Real World Evolutionary Computing
A range of computational techniques and methods are currently available which, to a lesser or greater degree, are based on some aspect of evolution from the natural world. Computer scientists with little, or no, knowledge of the real world phenomena that they are trying to model have developed these techniques. There have been many success stories but this area has a proliferation of approaches, many of which have to be customised for a given problem type. Many researchers have their own favourite techniques which they use, no matter what problem they are trying to solve. In addition, many biologists have also devised evolutionary programs, but they have tended to use very simple programming languages and very simple concepts (e.g. Dawkins' biomorphs). There is a challenge for the computer science community to develop evolutionary computing so that it really does mimic the real world. The aim is to capture the real essence of evolution so that we can solve ever more complex and sophisticated problems.
Whilst most evolutionary computation has a link with Darwinism, many of the techniques used today have diverged from these ideals. For example:
Ant Algorithms are based on the way ants forage for food. When implemented as an algorithm by computer scientists, it models the idea of a pheromone trail that the ants follow with some probability. In addition, the ants use a heuristic to determine which route to follow. Ant algorithms are flawed in that ants are practically blind and, although they can sense pheromone, they cannot see how far it is to the next location. If ant algorithms are to truly mimic the real world we need more knowledge from biologists so that an algorithm utilising the true potential of ants (and other creatures such as termites and bees) can be realised.
Case Based Reasoning is based on the idea that we can remember past experiences and use those as a starting point for new problems. This is implemented by storing previous solutions and then retrieving the “closest” solution for a new problem, using some similarity measure. This idea is flawed for a number of reasons. At the present time we really have no idea as to how we use past experiences to solve new instances of problems. Therefore, any implementation cannot claim to solve a problem in the same way that a human does. Also, CBR uses a similarity measure to retrieve old solutions from the case base and much CBR research considers how good similarity measures can be defined. Yet, we have little, or no idea, as to how we retrieve information from our brain, so how can we reliably implement a CBR system that we claim is based on the way we use past experiences?
Evolutionary Strategies are based on the hypothesis that, in the real world, small mutations are made more often than large mutations. The claim is that this mimics the evolutionary process. However, typically, ES’s only use mutation and not crossover. Therefore, there is no concept of passing on genetic material from two parents from one generation to another.
Genetic Algorithms mimic Darwin’s principles of natural evolution by modelling a chromosome and then applying crossover and mutation. In the earliest GA’s, the chromosome was represented as a bit string, although this practise has gradually changed over the last 30 years. The problem with GA’s, from an evolutionary point of view, is that they do not model the biological chromosome. For example, genetic material is not represented as a bit string. Also, it is known that there is redundancy built into a human chromosome, which is not modelled in GA’s.

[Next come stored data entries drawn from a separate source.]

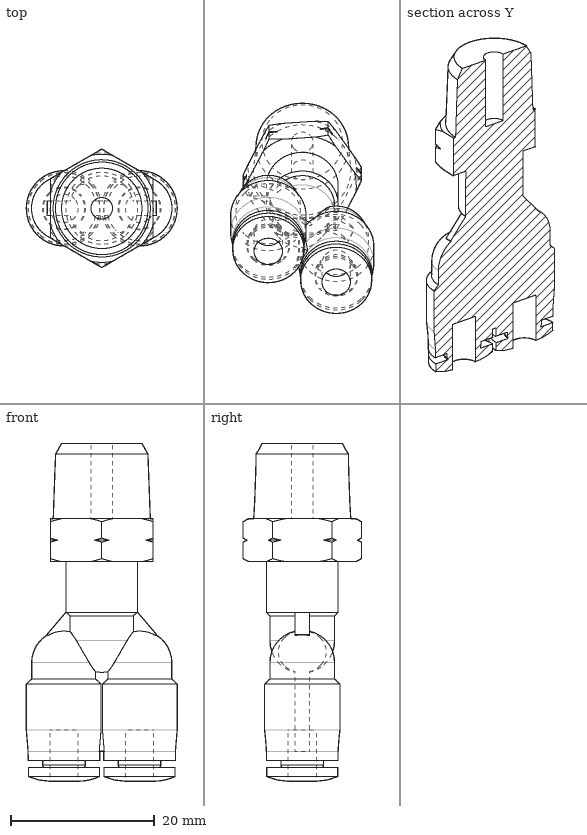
import cadquery as cq
import math

TOTAL_HEIGHT = 47.0
TOTAL_WIDTH = 21.0

STUD_TIP_RADIUS = 5.6
STUD_TOP_RADIUS = 6.45
STUD_BASE_RADIUS = 6.75
STUD_CHAMFER_HEIGHT = 1.5
STUD_BORE_DIAMETER = 3.0

HEX_TOP = 36.5
HEX_BOTTOM = 30.55
HEX_ACROSS_CORNERS = 16.5
HEX_CHAMFER_RADIUS = 7.5
HEX_CHAMFER_ANGLE = 30.0
HEX_GROOVE_DEPTH = 0.5
HEX_GROOVE_HALF_WIDTH = 0.3

STEM_RADIUS = 10.0 / 2
STEM_BOTTOM = 23.5
NECK_RADIUS = 4.5
NECK_SPHERE_Z = 19.55

LEG_OFFSET = TOTAL_WIDTH / 4
LEG_RADIUS = TOTAL_WIDTH / 4
DOME_RADIUS = NECK_RADIUS
DOME_CENTER_Z = 16.5
SHOULDER_TOP = 14.25
TAPER_TOP = 7.15
TAPER_BOTTOM = 4.2
LEG_BOTTOM = 2.85
LEG_END_RADIUS = STEM_RADIUS

RING_RADIUS = 9.9 / 2
RING_TOP = 1.95
RING_EDGE_Z = 0.65
RING_NECK_RADIUS = 5.95 / 2
RING_NECK_FOOT_RADIUS = 2.85
RING_NECK_FOOT_HEIGHT = 0.35
TUBE_RADIUS = 3.95 / 2
TUBE_BORE_TOP = TAPER_TOP

WEB_THICKNESS = 2.0
RIB_END_X = 7.6
RIB_END_Z = 20.45
STRIP_HALF_WIDTH = 2.35


def revolve_outline(outline):
    """Turn a closed (radius, z) outline around the Z axis."""
    return outline.close().revolve(360, (0, 0, 0), (0, 1, 0))


def make_stud():
    stud = revolve_outline(
        cq.Workplane("XZ")
        .moveTo(0, HEX_TOP)
        .lineTo(STUD_BASE_RADIUS, HEX_TOP)
        .lineTo(STUD_TOP_RADIUS, TOTAL_HEIGHT - STUD_CHAMFER_HEIGHT)
        .lineTo(STUD_TIP_RADIUS, TOTAL_HEIGHT)
        .lineTo(0, TOTAL_HEIGHT)
    )
    return stud.faces(">Z").workplane().hole(STUD_BORE_DIAMETER, TOTAL_HEIGHT - HEX_TOP)


def make_hexagon():
    """Hexagon with corners on Y, coned at both ends and grooved around its mid height."""
    corner_radius = HEX_ACROSS_CORNERS / 2
    hexagon = (
        cq.Workplane("XY", origin=(0, 0, HEX_BOTTOM))
        .polygon(6, HEX_ACROSS_CORNERS)
        .extrude(HEX_TOP - HEX_BOTTOM)
        .rotate((0, 0, 0), (0, 0, 1), 90)
    )
    chamfer_drop = (corner_radius - HEX_CHAMFER_RADIUS) * math.tan(math.radians(HEX_CHAMFER_ANGLE))
    middle_z = (HEX_TOP + HEX_BOTTOM) / 2
    envelope = revolve_outline(
        cq.Workplane("XZ")
        .moveTo(0, HEX_BOTTOM)
        .lineTo(HEX_CHAMFER_RADIUS, HEX_BOTTOM)
        .lineTo(corner_radius, HEX_BOTTOM + chamfer_drop)
        .lineTo(corner_radius, middle_z - HEX_GROOVE_HALF_WIDTH)
        .lineTo(corner_radius - HEX_GROOVE_DEPTH, middle_z)
        .lineTo(corner_radius, middle_z + HEX_GROOVE_HALF_WIDTH)
        .lineTo(corner_radius, HEX_TOP - chamfer_drop)
        .lineTo(HEX_CHAMFER_RADIUS, HEX_TOP)
        .lineTo(0, HEX_TOP)
    )
    return hexagon.intersect(envelope)


def make_stem():
    """Cylinder with a 45 degree step down to a neck that ends in a hemisphere."""
    diagonal = NECK_RADIUS * math.sqrt(0.5)
    return revolve_outline(
        cq.Workplane("XZ")
        .moveTo(0, HEX_BOTTOM)
        .lineTo(STEM_RADIUS, HEX_BOTTOM)
        .lineTo(STEM_RADIUS, STEM_BOTTOM)
        .lineTo(NECK_RADIUS, STEM_BOTTOM - (STEM_RADIUS - NECK_RADIUS))
        .lineTo(NECK_RADIUS, NECK_SPHERE_Z)
        .threePointArc((diagonal, NECK_SPHERE_Z - diagonal), (0, NECK_SPHERE_Z - NECK_RADIUS))
    )


def make_leg():
    """Domed leg with its release ring, crowned at the bottom, on the Z axis."""
    diagonal = DOME_RADIUS * math.sqrt(0.5)
    crown_run = RING_RADIUS - TUBE_RADIUS
    crown_radius = (crown_run**2 + RING_EDGE_Z**2) / (2 * RING_EDGE_Z)
    crown_mid_radius = (RING_RADIUS + TUBE_RADIUS) / 2
    crown_mid_z = crown_radius - math.sqrt(crown_radius**2 - (crown_mid_radius - TUBE_RADIUS) ** 2)
    return revolve_outline(
        cq.Workplane("XZ")
        .moveTo(0, DOME_CENTER_Z + DOME_RADIUS)
        .threePointArc((diagonal, DOME_CENTER_Z + diagonal), (DOME_RADIUS, DOME_CENTER_Z))
        .lineTo(DOME_RADIUS, SHOULDER_TOP)
        .lineTo(LEG_RADIUS, SHOULDER_TOP - (LEG_RADIUS - DOME_RADIUS))
        .lineTo(LEG_RADIUS, TAPER_TOP)
        .lineTo(LEG_END_RADIUS, TAPER_BOTTOM)
        .lineTo(LEG_END_RADIUS, LEG_BOTTOM)
        .lineTo(RING_NECK_RADIUS, LEG_BOTTOM)
        .lineTo(RING_NECK_RADIUS, RING_TOP + RING_NECK_FOOT_HEIGHT)
        .lineTo(RING_NECK_FOOT_RADIUS, RING_TOP)
        .lineTo(RING_RADIUS, RING_TOP)
        .lineTo(RING_RADIUS, RING_EDGE_Z)
        .threePointArc((crown_mid_radius, crown_mid_z), (TUBE_RADIUS, 0))
        .lineTo(TUBE_RADIUS, TUBE_BORE_TOP)
        .lineTo(0, TUBE_BORE_TOP)
    )


def make_web():
    """Plate on the XZ plane: sloped ribs at the top, a strip between the legs below."""
    return (
        cq.Workplane("XZ")
        .moveTo(STEM_RADIUS, STEM_BOTTOM)
        .lineTo(RIB_END_X, RIB_END_Z)
        .lineTo(LEG_OFFSET, DOME_CENTER_Z)
        .lineTo(STRIP_HALF_WIDTH, SHOULDER_TOP)
        .lineTo(STRIP_HALF_WIDTH, TAPER_BOTTOM)
        .lineTo(-STRIP_HALF_WIDTH, TAPER_BOTTOM)
        .lineTo(-STRIP_HALF_WIDTH, SHOULDER_TOP)
        .lineTo(-LEG_OFFSET, DOME_CENTER_Z)
        .lineTo(-RIB_END_X, RIB_END_Z)
        .lineTo(-STEM_RADIUS, STEM_BOTTOM)
        .close()
        .extrude(WEB_THICKNESS / 2, both=True)
    )


result = make_stud().union(make_hexagon()).union(make_stem()).union(make_web())
for side in (-1, 1):
    result = result.union(make_leg().translate((side * LEG_OFFSET, 0, 0)))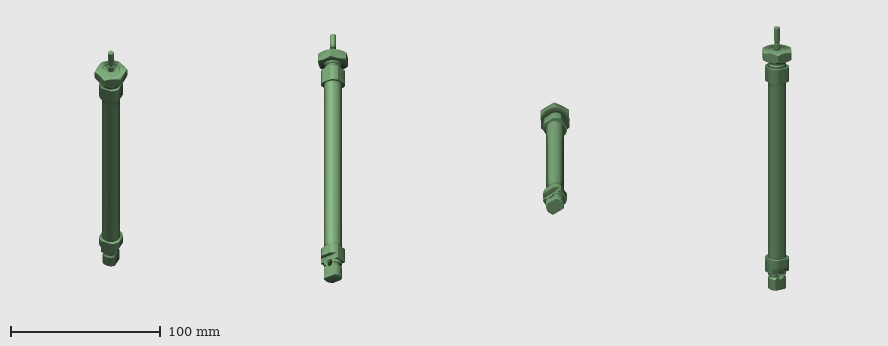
import cadquery as cq
import math

total_length = 186.0

barrel_diameter = 12.0
collar_diameter = 16.0
collar_across_flats = 14.3
front_collar_bottom = 148.0
front_collar_top = 158.3

neck_diameter = barrel_diameter
neck_end_diameter = 11.3
neck_groove_diameter = 10.6
neck_groove_bottom = 160.7
neck_groove_top = 161.8
neck_groove_slope = (neck_diameter - neck_groove_diameter) / 2
neck_end_chamfer = (neck_diameter - neck_end_diameter) / 2

nut_across_flats = 19.0
nut_bottom = 163.7
nut_height = 6.5
nut_top = nut_bottom + nut_height
nut_chamfer_diameter = 19.2
nut_chamfer_angle = 30.0
nut_rotation = 30.0

rod_diameter = 4.0
rod_groove_diameter = 3.2
rod_groove_bottom = 174.1
rod_groove_top = 175.5
rod_groove_slope = (rod_diameter - rod_groove_diameter) / 2
rod_tip_chamfer = 0.4
rod_bottom = front_collar_top

rear_collar_top = 22.1
rear_shoulder = 16.0
rear_collar_bottom = 12.3
tang_thickness = 8.7
tang_diameter = barrel_diameter
tang_chamfer = 0.5
tang_groove_diameter = 10.0
tang_groove_bottom = 9.0
tang_groove_top = 10.0
tang_groove_slope = (tang_diameter - tang_groove_diameter) / 2

pin_hole_diameter = 4.0
pin_hole_height = 10.5
pin_hole_chamfer = 1.0


def cylinder(diameter, bottom, top):
    """Cylinder on the Z axis between two heights."""
    return cq.Workplane("XY").workplane(offset=bottom).circle(diameter / 2).extrude(top - bottom)


def revolve_profile(points):
    """Solid of revolution about Z from (radius, height) points."""
    return cq.Workplane("XZ").polyline(points).close().revolve(360, (0, 0), (0, 1))


def squared_collar(bottom, top):
    """Round collar with four flats."""
    size = collar_across_flats
    block = cq.Workplane("XY").box(size, size, top - bottom, centered=(True, True, False))
    return cylinder(collar_diameter, bottom, top).intersect(block.translate((0, 0, bottom)))


def make_front_end():
    """Front collar and the undercut neck that carries the nut."""
    neck_radius = neck_diameter / 2
    groove_radius = neck_groove_diameter / 2
    neck = revolve_profile([
        (0, front_collar_top),
        (neck_radius, front_collar_top),
        (neck_radius, neck_groove_bottom - neck_groove_slope),
        (groove_radius, neck_groove_bottom),
        (groove_radius, neck_groove_top),
        (neck_radius, neck_groove_top + neck_groove_slope),
        (neck_radius, nut_top - neck_end_chamfer),
        (neck_end_diameter / 2, nut_top),
        (0, nut_top),
    ])
    collar = squared_collar(front_collar_bottom, front_collar_top)
    return collar.union(neck)


def make_rear_end():
    """Rear collar and the grooved round end, both cut to the tang thickness."""
    end_radius = tang_diameter / 2
    groove_radius = tang_groove_diameter / 2
    round_end = revolve_profile([
        (0, 0),
        (end_radius - tang_chamfer, 0),
        (end_radius, tang_chamfer),
        (end_radius, tang_groove_bottom - tang_groove_slope),
        (groove_radius, tang_groove_bottom),
        (groove_radius, tang_groove_top),
        (end_radius, tang_groove_top),
        (end_radius, rear_collar_bottom),
        (0, rear_collar_bottom),
    ])
    rear = squared_collar(rear_collar_bottom, rear_collar_top).union(round_end)
    tang = cq.Workplane("XY").box(tang_thickness, collar_diameter, rear_shoulder, centered=(True, True, False))
    return rear.intersect(tang.union(cylinder(collar_diameter, rear_shoulder, rear_collar_top)))


def make_pin_hole():
    """Cross hole along X, countersunk at both tang faces."""
    half_tang = tang_thickness / 2
    radius = pin_hole_diameter / 2
    mouth_radius = radius + pin_hole_chamfer
    profile = [
        (-half_tang, 0),
        (-half_tang, mouth_radius),
        (-half_tang + pin_hole_chamfer, radius),
        (half_tang - pin_hole_chamfer, radius),
        (half_tang, mouth_radius),
        (half_tang, 0),
    ]
    hole = cq.Workplane("XY").polyline(profile).close().revolve(360, (0, 0), (1, 0))
    return hole.translate((0, 0, pin_hole_height))


def make_housing():
    """Barrel with both end pieces, the pin hole and the rod bore."""
    barrel = cylinder(barrel_diameter, rear_collar_top, front_collar_bottom)
    housing = barrel.union(make_front_end()).union(make_rear_end())
    housing = housing.cut(make_pin_hole())
    return housing.cut(cylinder(rod_diameter, rod_bottom, nut_top))


def make_nut():
    """Hexagon nut chamfered at both ends, with a bore that fits the neck."""
    corner_radius = nut_across_flats / math.sqrt(3)
    chamfer_radius = nut_chamfer_diameter / 2
    chamfer_drop = (corner_radius - chamfer_radius) * math.tan(math.radians(nut_chamfer_angle))
    hexagon = (
        cq.Workplane("XY")
        .workplane(offset=nut_bottom)
        .polygon(6, 2 * corner_radius)
        .extrude(nut_height)
        .rotate((0, 0, 0), (0, 0, 1), nut_rotation)
    )
    envelope = revolve_profile([
        (0, nut_bottom),
        (chamfer_radius, nut_bottom),
        (corner_radius, nut_bottom + chamfer_drop),
        (corner_radius, nut_top - chamfer_drop),
        (chamfer_radius, nut_top),
        (0, nut_top),
    ])
    bore = cylinder(neck_diameter, nut_bottom, nut_top)
    return hexagon.intersect(envelope).cut(bore)


def make_rod():
    """Piston rod with a groove and a chamfered tip."""
    rod_radius = rod_diameter / 2
    groove_radius = rod_groove_diameter / 2
    return revolve_profile([
        (0, rod_bottom),
        (rod_radius, rod_bottom),
        (rod_radius, rod_groove_bottom),
        (groove_radius, rod_groove_bottom),
        (groove_radius, rod_groove_top),
        (rod_radius, rod_groove_top + rod_groove_slope),
        (rod_radius, total_length - rod_tip_chamfer),
        (rod_radius - rod_tip_chamfer, total_length),
        (0, total_length),
    ])


housing = make_housing()
nut = make_nut()
rod = make_rod()

result = cq.Compound.makeCompound([housing.val(), nut.val(), rod.val()])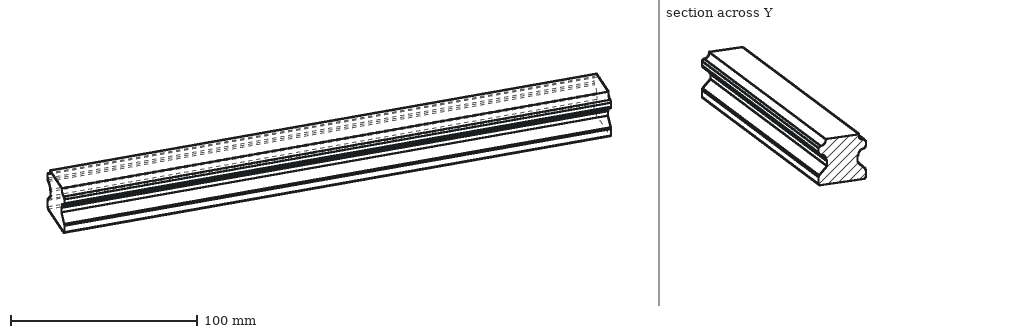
import cadquery as cq
import math

LENGTH = 310.0
WIDTH = 28.0
HEIGHT = 26.0

HALF_WIDTH = WIDTH / 2

EDGE_BEVEL_WIDTH = 0.3
EDGE_BEVEL_HEIGHT = 1.0
HALF_BEVELED = HALF_WIDTH - EDGE_BEVEL_WIDTH

BASE_CHAMFER = 1.0
BASE_SIDE_TOP_Z = 5.0
SHOULDER_Z = BASE_SIDE_TOP_Z + EDGE_BEVEL_HEIGHT

HALF_WAIST = 9.0
WAIST_BOTTOM_Z = SHOULDER_Z + HALF_BEVELED - HALF_WAIST
WAIST_TOP_Z = 13.3
WAIST_BEVEL_WIDTH = 0.5
WAIST_BEVEL_HEIGHT = 1.0

HEAD_CHAMFER_WIDTH = 1.1
HEAD_BOTTOM_Z = 17.5
HEAD_SIDE_BOTTOM_Z = 19.0
HEAD_SIDE_TOP_Z = 21.5
HEAD_TOP_Z = 22.5
HALF_HEAD_LEDGE = HALF_WIDTH - HEAD_CHAMFER_WIDTH

HALF_TOP = 10.0
UPPER_GROOVE_RADIUS = 2.5

CAP_DIAMETER = 14.0
CAP_DEPTH = 3.0
CAP_COUNT = 4
CAP_PITCH = 80.0


def half_profile():
    """Cross-section of the +X half of the rail, drawn in the XZ plane."""
    groove_end = (HALF_WAIST + WAIST_BEVEL_WIDTH, WAIST_TOP_Z + WAIST_BEVEL_HEIGHT)
    groove_width = HALF_HEAD_LEDGE - groove_end[0]
    groove_height = HEAD_BOTTOM_Z - groove_end[1]
    groove_middle = (
        HALF_HEAD_LEDGE - groove_width * math.sqrt(0.5),
        groove_end[1] + groove_height * math.sqrt(0.5),
    )
    upper_center_x = HALF_TOP + UPPER_GROOVE_RADIUS
    upper_center_z = HEAD_TOP_Z + UPPER_GROOVE_RADIUS
    upper_middle = (
        upper_center_x - UPPER_GROOVE_RADIUS * math.sqrt(0.5),
        upper_center_z - UPPER_GROOVE_RADIUS * math.sqrt(0.5),
    )

    return (
        cq.Workplane("XZ")
        .moveTo(0, 0)
        .lineTo(HALF_WIDTH - BASE_CHAMFER, 0)
        .lineTo(HALF_WIDTH, BASE_CHAMFER)
        .lineTo(HALF_WIDTH, BASE_SIDE_TOP_Z)
        .lineTo(HALF_BEVELED, SHOULDER_Z)
        .lineTo(HALF_WAIST, WAIST_BOTTOM_Z)
        .lineTo(HALF_WAIST, WAIST_TOP_Z)
        .lineTo(*groove_end)
        .threePointArc(groove_middle, (HALF_HEAD_LEDGE, HEAD_BOTTOM_Z))
        .lineTo(HALF_BEVELED, HEAD_SIDE_BOTTOM_Z - EDGE_BEVEL_HEIGHT)
        .lineTo(HALF_WIDTH, HEAD_SIDE_BOTTOM_Z)
        .lineTo(HALF_WIDTH, HEAD_SIDE_TOP_Z)
        .lineTo(HALF_HEAD_LEDGE, HEAD_TOP_Z)
        .lineTo(upper_center_x, HEAD_TOP_Z)
        .threePointArc(upper_middle, (HALF_TOP, upper_center_z))
        .lineTo(HALF_TOP, HEIGHT)
        .lineTo(0, HEIGHT)
        .close()
    )


def make_rail():
    """Full rail: the half section extruded along Y and mirrored about X = 0."""
    half = half_profile().extrude(LENGTH / 2, both=True)
    return half.union(half.mirror("YZ")).clean()


def make_caps():
    """Row of cap cylinders whose upper faces lie in the top face of the rail."""
    return (
        cq.Workplane("XY", origin=(0, 0, HEIGHT - CAP_DEPTH))
        .rarray(3, CAP_PITCH, 1, CAP_COUNT)
        .circle(CAP_DIAMETER / 2)
        .extrude(CAP_DEPTH)
    )


result = make_rail().union(make_caps(), clean=False)

Genetic Programming is an evolutionary process that also uses crossover and mutation. However, instead of using a chromosome representation, GP uses a tree based structure with the aim being to evolve computer programs. The same criticisms can be levelled at GP as at GA with the added criticism that there is no real world evolutionary process that aims to evolve a set of instructions that can be executed by a computer.
Island Models are an attempt (typically in a GA environment) to mimic the real world phenomena of there being islands of species (typically on different continents) which evolve independently of each other. Only when certain conditions are met (the continental plates collide, birds manage to fly from one continent etc.) do the species within different islands manage to exchange genetic material. The island model is typically implemented so that an exchange of genetic material is carried out at pre-set times (e.g. after a given number of iterations, when a species has stagnated etc.). This does not model the real world, in that the real process is a lot more stochastic than this and there are many more environmental factors to consider.
If we can achieve evolutionary computation that truly mimics the natural world then the potential impacts are enormous. At the present time, evolutionary computation is little more than an abstraction of what occurs in the world around us. If we can capture just a small part of those processes and harness it in a way that can solve real-world, large-scale problems then we could be on the verge of narrowing the gap between computer science and the natural science.